Катавасия (СИ) - Семёнов Игорь. Страница 8

      Вадим даже остался после работы на традиционную пятничную пьянку, заключавшуюся в распитии двух бутылок "Мартини". Как обычно по пятницам, заявился "за женой" Димка Шпунько. Оправдывая внутрифирменную народную примету - "Шпунько пришёл - к пьянке", Ирина раскрутила Нежина на выпивку и лёгкую закусь, оперативно купленные в "Марии". Пили, хрустели фисташками, рассказывали анекдоты про "новых русских". Нежин травил юридические байки, доводя их своей бурной фантазией до полного и весёлого абсурда. Самое классное в Нежинских фантазиях было то, что слушать его опусы можно было часто. Об одном и том же он всякий раз рассказывал по-разному, круто меняя события, придумывая все более живописные эпизоды. От юридических баек Нежин напару с Двинцовым перешли к милицейским, затем - к армейским, из чего становилось ясно, что собирушка подходит к концу. Ирина с Лариской Шпунько выпросили под финиш у вахтеров магнитофон, устроили пятиминутные танцы, до пунцовой красноты - от макушки до пяток, смущая толстячка-курьера Олега эротическими улыбками. Стали расходиться. Большинство, кому было по пути, втиснулось в машину. Ирина требовала дать ей порулить, вызывая у Нежина тихую панику. Вадим молчал, мысленно уже находясь в лесу, в гостях у Каурина. В голове сами собою появлялись строки:

      Я вновь грущу по северным лесам,

      Пронизанным спокойным летним солнцем,

      По долговязым корабельным соснам

      И птичьим осторожным голосам.

      Там всё неброско. Всё - в полутонах,

      Исполненное тайного значенья...

      В то лето, не припомню и зачем я

      Туда уйду на медленных плотах.

      Наверное, за синей тишиной,

      Настоянной на травах и былинах,

      За горьковатым запахом калины,

      Заброшенной плашмя в реку луной...

      Сквозь северные русские леса,

      Сквозь дни и ночи поплыву неторопливо.

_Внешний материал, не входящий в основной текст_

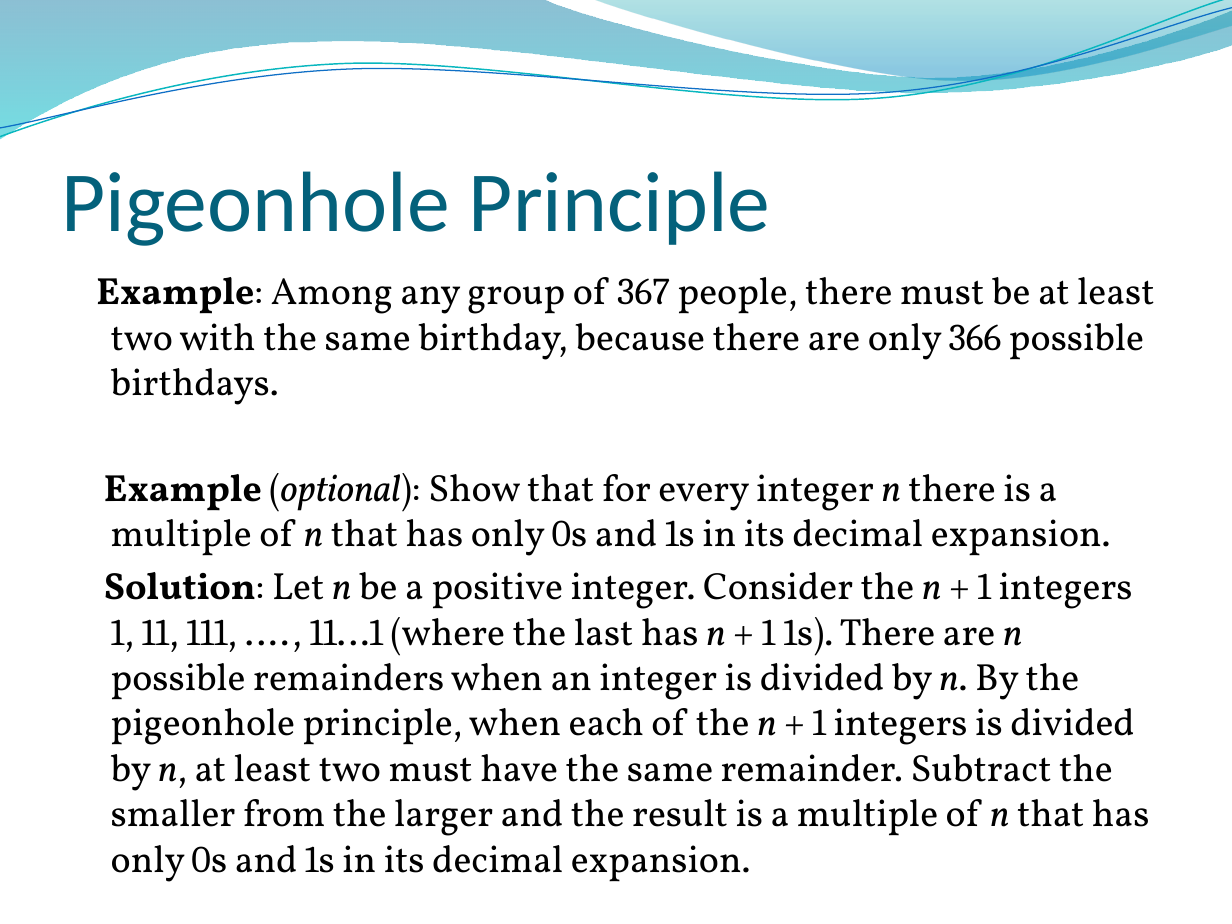
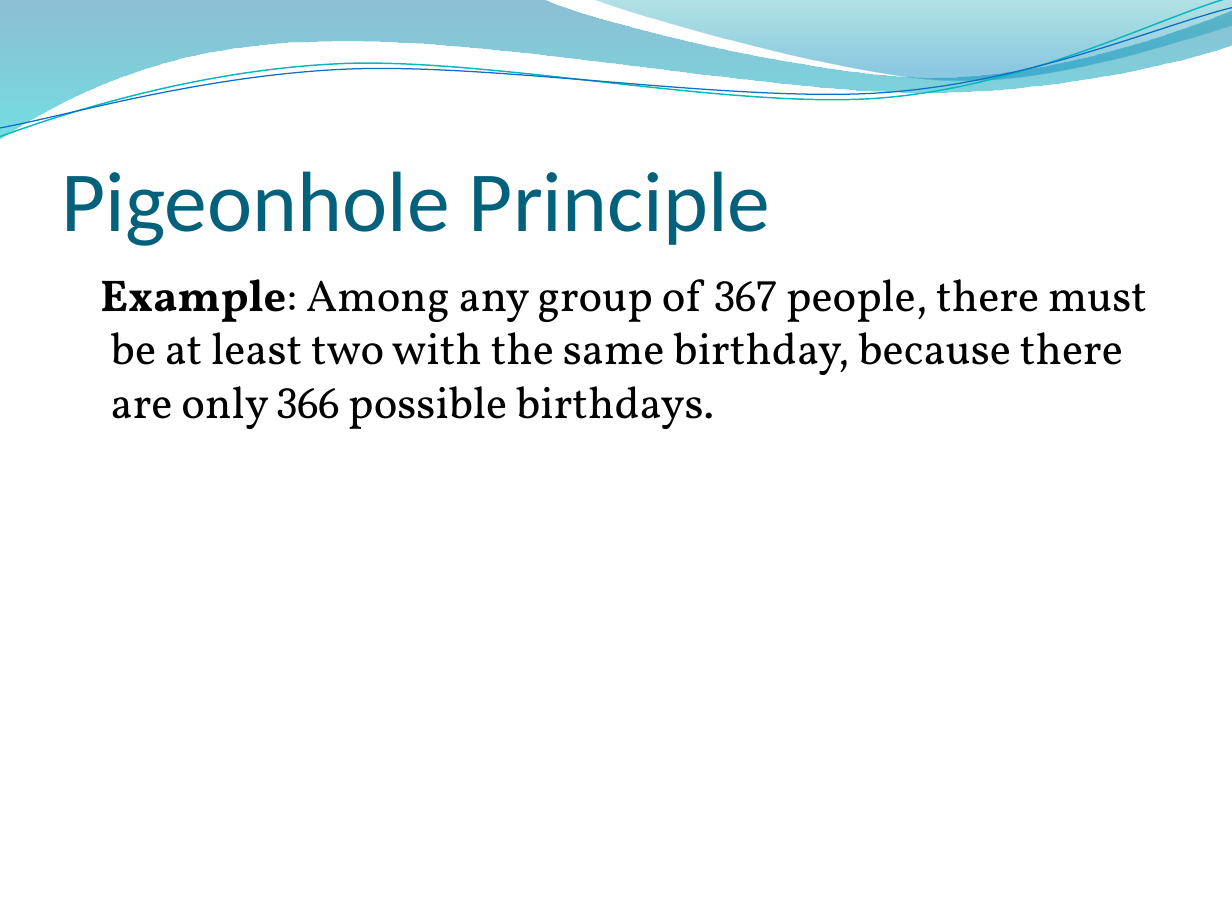
Before and after one commit to lin-chen-GA/lin-chen-GA.github.io, a slide deck: slide 25 of cs2620/slides/cs2620_notes6.pptx. Drawn at 1232x924 pixels with LibreOffice and Linux fonts; fonts in the diff are those of the drawing; background and template pictures are left out. Boxes give left, top, right and bottom in pixels: in the first picture for what was removed or moved away, otherwise in the second. Text is boxed around its words. In the diff, an @@ line names an element or a change of style, - is before the commit and + after.

```diff
--- a/cs2620/slides/cs2620_notes6.pptx
+++ b/cs2620/slides/cs2620_notes6.pptx
@@ text "Example: Among any group of ..." at bbox=[100, 279, 1147, 429]: size 22.1 to 26 pt @@
@@ text at bbox=[104, 473, 1150, 873]: paragraphs removed @@
-Example (optional): Show that for every integer n there is a multiple of n that has only 0s and 1s in its decimal expansion.
-Solution: Let n be a positive integer. Consider the n + 1 integers 1, 11, 111, …., 11…1 (where the last has n + 1 1s). There are n possible remainders when an integer is divided by n. By the pigeonhole principle, when each of the n + 1 integers is divided by n, at least two must have the same remainder. Subtract the smaller from the larger and the result is a multiple of n that has only 0s and 1s in its decimal expansion.
```
Also in this commit, not shown: 3 other slides changed, 1 slide added, 14 other files.
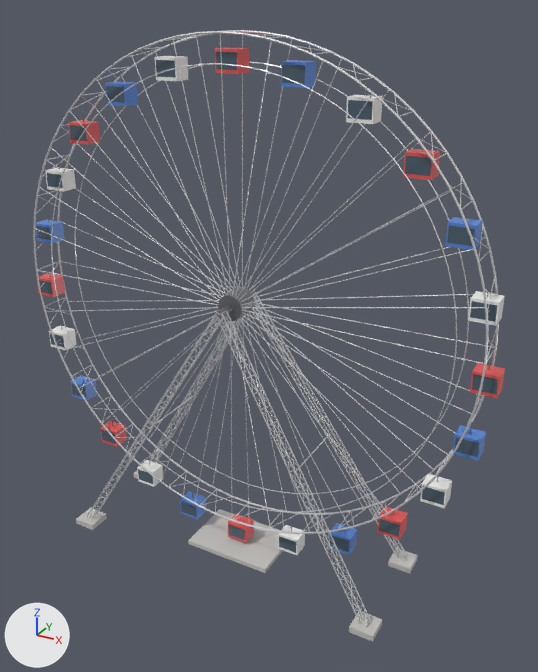
A saved change to the glTF model content/props/attraction/ferris_wheel.glb.
The view is the same before and after, from a 50 mm lens placed at (43.3, -70.8, 67.2), pointed at (3.7, 1.3, 31.1). Arrows for +X, +Y and +Z are at lower left; the lights stay in place. The first picture is the older version. Where no turn or scale is listed for an object, it has been applied to the vertices. Vertices at exactly the same position are counted once.

Names of what the first picture shows: 'ferris_wheel', 'rotor'.
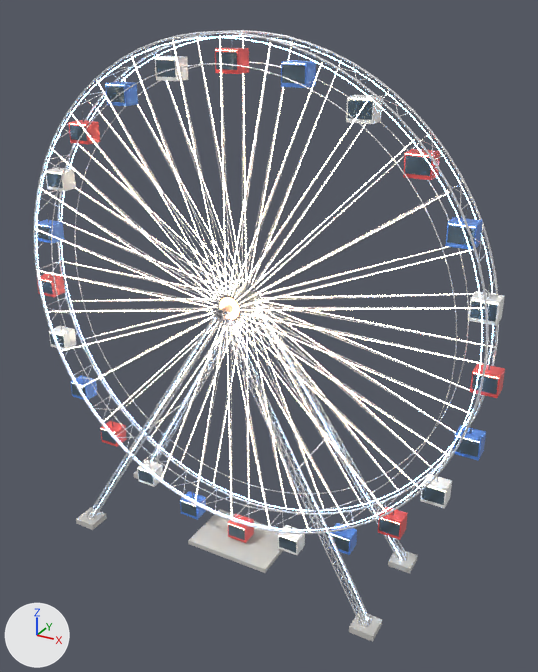
Changed parts and their boxes (x1, y1, x2, y2) in the pictures (538 x 672 px):
part 1 of me_ferris_wheel, added
    after: (94, 302, 402, 620)
part 2 of me_rotor, added
    after: (35, 35, 499, 542)

The change, as a list of edits to the scene's bpy script:
```text
Add mat_ferris_lights:
    mat_ferris_lights = principled_material('ferris_lights')
    mat_ferris_lights.base_color = (0.5, 0.425, 0.275)  # beige #bcae8f
    mat_ferris_lights.roughness = 0.4
    mat_ferris_lights.emission_color = (1.0, 0.85, 0.55)  # beige #ffedc4
    mat_ferris_lights.emission_strength = 8.0
Add mat_ferris_lights_rim:
    mat_ferris_lights_rim = principled_material('ferris_lights_rim')
    mat_ferris_lights_rim.base_color = (0.175, 0.3, 0.5)  # blue #7495bc
    mat_ferris_lights_rim.roughness = 0.4
    mat_ferris_lights_rim.emission_color = (0.35, 0.6, 1.0)  # blue #a0cbff
    mat_ferris_lights_rim.emission_strength = 8.0
Add mat_ferris_lights_hub:
    mat_ferris_lights_hub = principled_material('ferris_lights_hub')
    mat_ferris_lights_hub.base_color = (0.5, 0.2, 0.1)  # orange #bc7c59
    mat_ferris_lights_hub.roughness = 0.4
    mat_ferris_lights_hub.emission_color = (1.0, 0.4, 0.2)  # orange #ffaa7c
    mat_ferris_lights_hub.emission_strength = 8.0
Change me_ferris_wheel:
    used by ob_ferris_wheel; location = (0.0, 0.0, 0.0)
    remove me_ferris_wheel.from_pydata(...)  # 7512 vertices, 8192 faces; spans x -22.5..22.5, y -8.0..8.0, z 0.0..35.5
    add me_ferris_wheel.from_pydata(...)  # 7544 vertices, 8224 faces; spans x -22.5..22.5, y -8.0..8.0, z 0.0..35.5
    me_ferris_wheel part 1
    32 vertices are added at x -21.0..21.0, y -6.0..6.0, z 0.9..35.0
    32 new faces join them, mat_ferris_lights_rim (blue #7495bc, glowing blue #a0cbff)
    add me_ferris_wheel.materials.append(mat_ferris_lights_rim)  # blue #7495bc, glowing blue #a0cbff
Change me_rotor:
    used by ob_rotor; location = (0.0, 0.0, 35.0)
    remove me_rotor.from_pydata(...)  # 6740 vertices, 8172 faces; spans x -31.4..31.4, y -2.3..2.3, z -34.0..30.1
    add me_rotor.from_pydata(...)  # 8820 vertices, 10248 faces; spans x -31.4..31.4, y -2.3..2.3, z -34.0..30.1
    me_rotor part 2: 2080 vertices added at x -31.3..31.3, y -2.3..2.3, z -31.8..29.7
    add me_rotor.materials.append(mat_ferris_lights)  # beige #bcae8f, glowing beige #ffedc4
    add me_rotor.materials.append(mat_ferris_lights_rim)  # blue #7495bc, glowing blue #a0cbff
    add me_rotor.materials.append(mat_ferris_lights_hub)  # orange #bc7c59, glowing orange #ffaa7c
```
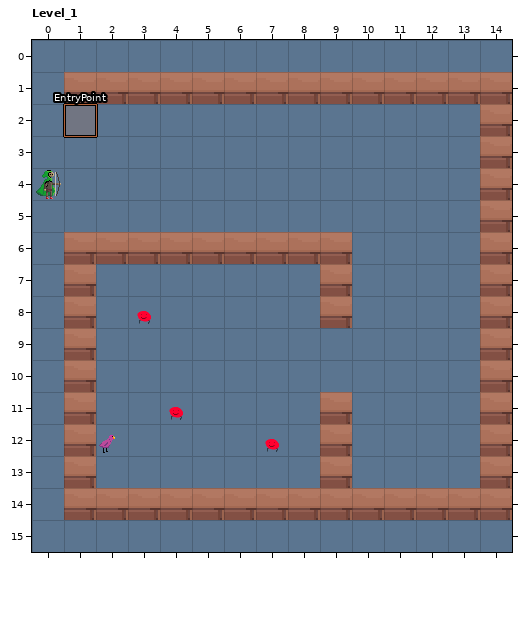
A LDtk project gets an edit: assets/map/firstmap.ldtk. That is the earlier state.
Cells are 16x16 px. Shown: Level_1 x 0..14, y 0..15. The commit also changed other parts of the map, which this record leaves out.
The same view after the edit:
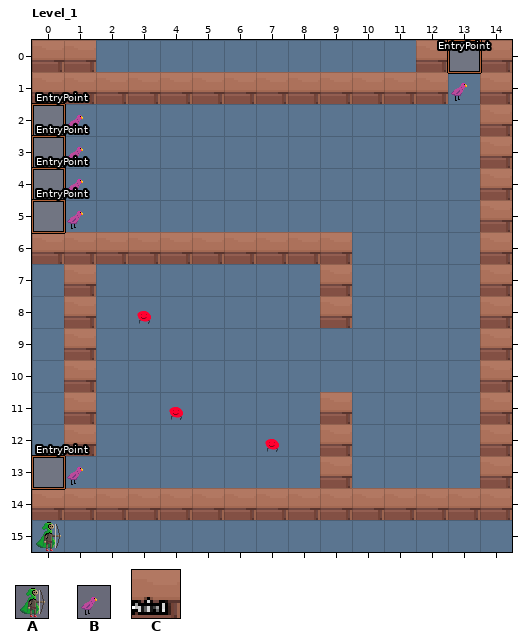
Key: from "Archer": A 0; from "Chick": B 0; from "Walls": C 1 "Wall".
_ is an empty cell.
Objects are placed by their top-left corner, in cells (3,4 is the top-left corner of cell 3,4); size is 1x1 cell unless given.
Diff:
Layer "Walls":
y 0: x 0..1 __ -> CC; x 12 _ -> C; x 14 _ -> C
y 1: x 0 _ -> C; x 13 C -> _
y 6: x 0 _ -> C
y 13: x 1 C -> _
y 14: x 0 _ -> C
Layer "Entities":
changed: A "Player" at 0,4 -> A "Player" at 0,15
added: "EntryPoint" rectangle at 13,0
added: B "SpawnPoint" at 13,1
added: "EntryPoint" rectangle at 0,13
added: B "SpawnPoint" at 1,13
added: "EntryPoint" rectangle at 0,2
added: "EntryPoint" rectangle at 0,3
added: "EntryPoint" rectangle at 0,4
added: "EntryPoint" rectangle at 0,5
added: B "SpawnPoint" at 1,2
added: B "SpawnPoint" at 1,3
added: B "SpawnPoint" at 1,4
added: B "SpawnPoint" at 1,5
removed: B "SpawnPoint" at 2,12
removed: "EntryPoint" rectangle at 1,2
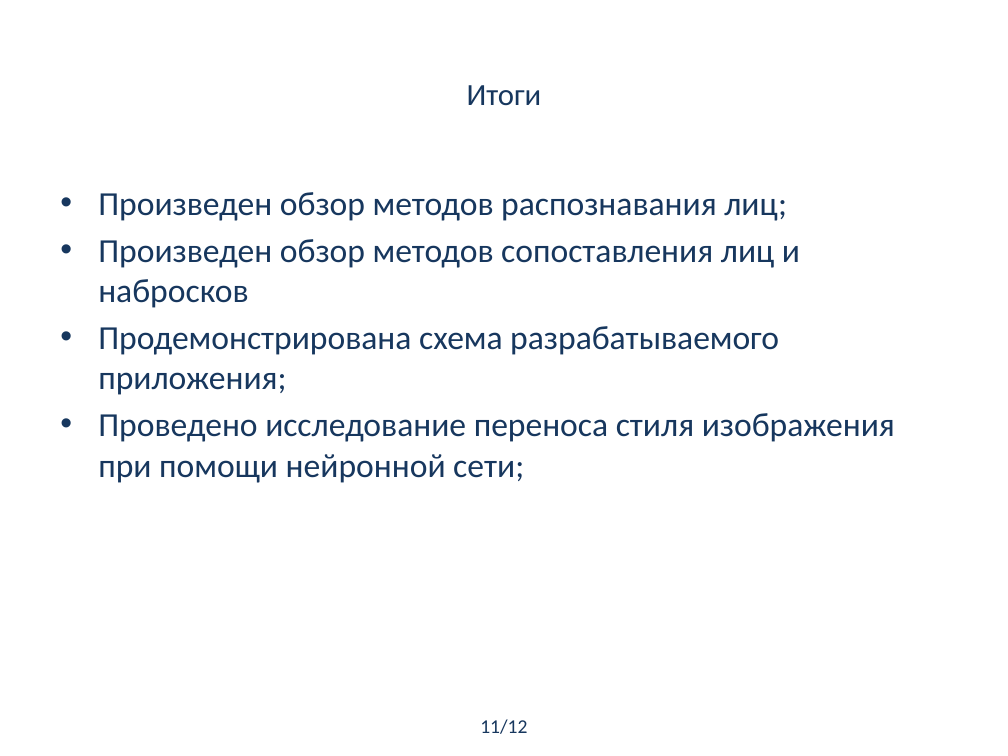
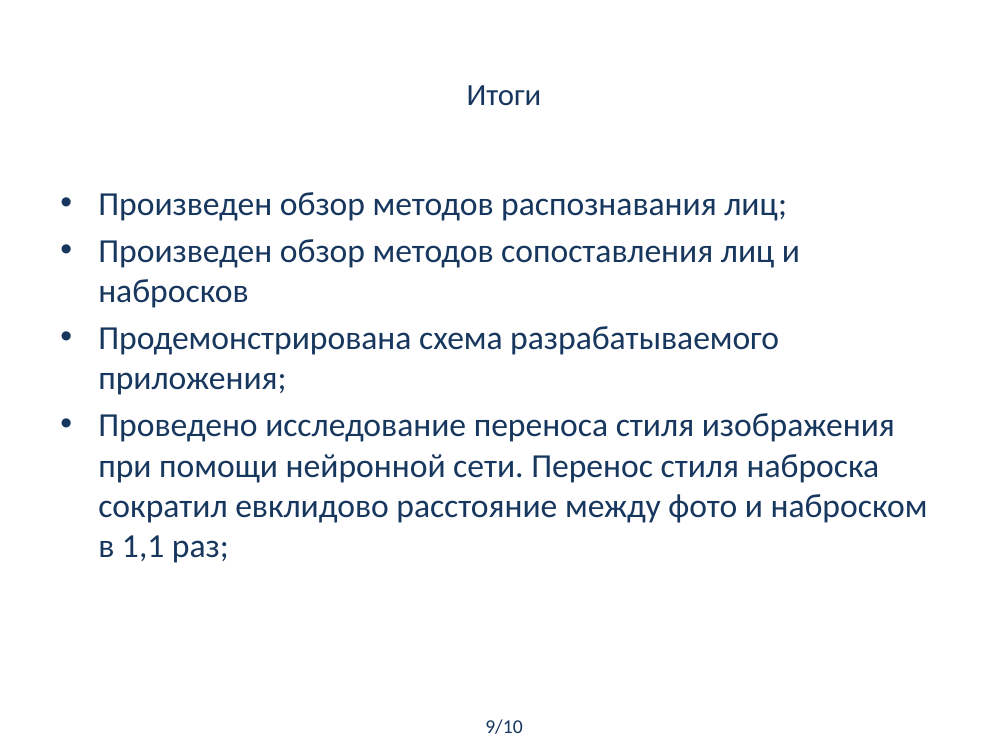
Before and after one commit to alxmcs/CompositePortraitRecognition, a slide deck: slide 9 of docs/reports/презентация.pptx. Drawn at 1008x756 pixels with LibreOffice and Linux fonts; fonts in the diff are those of the drawing. Boxes give left, top, right and bottom in pixels: in the first picture for what was removed or moved away, otherwise in the second. Text is boxed around its words. In the diff, an @@ line names an element or a change of style, - is before the commit and + after.

```diff
--- a/docs/reports/презентация.pptx
+++ b/docs/reports/презентация.pptx
@@ text at box(98, 413, 928, 563): text changed @@
-• Проведено исследование переноса стиля изображения при помощи нейронной сети;
+• Проведено исследование переноса стиля изображения при помощи нейронной сети. Перенос стиля наброска сократил евклидово расстояние между фото и наброском в 1,1 раз;
@@ text at box(485, 719, 522, 734): text changed @@
-11/12
+9/10
```
Also in this commit, not shown: 6 other slides changed, 1 other file.

      И буду я тогда таким счастливым,

      В который раз поверив в чудеса...

      Homo Urbanus - человек городской

      Бойцы - пороги на реке.

      Шартацкий масленник (уральск. диалектн.) - грязный, неряшливый, опустившийся человек, ни к чему уже не пригодный.

      "Из мослов" - термин, бытовавший во время Первой Мировой войны, означающий офицеров, получивших звание в ходе боевых действий, без окончания специального учебного заведения (максимум - краткосрочные офицерские курсы для отличившихся рядовых и унтер-офицеров), вышедших из рядового состава.

      "Клюква" - обиходное название наградного темляка на сабле, означающего низшую, третью степень ордена Святой Анны.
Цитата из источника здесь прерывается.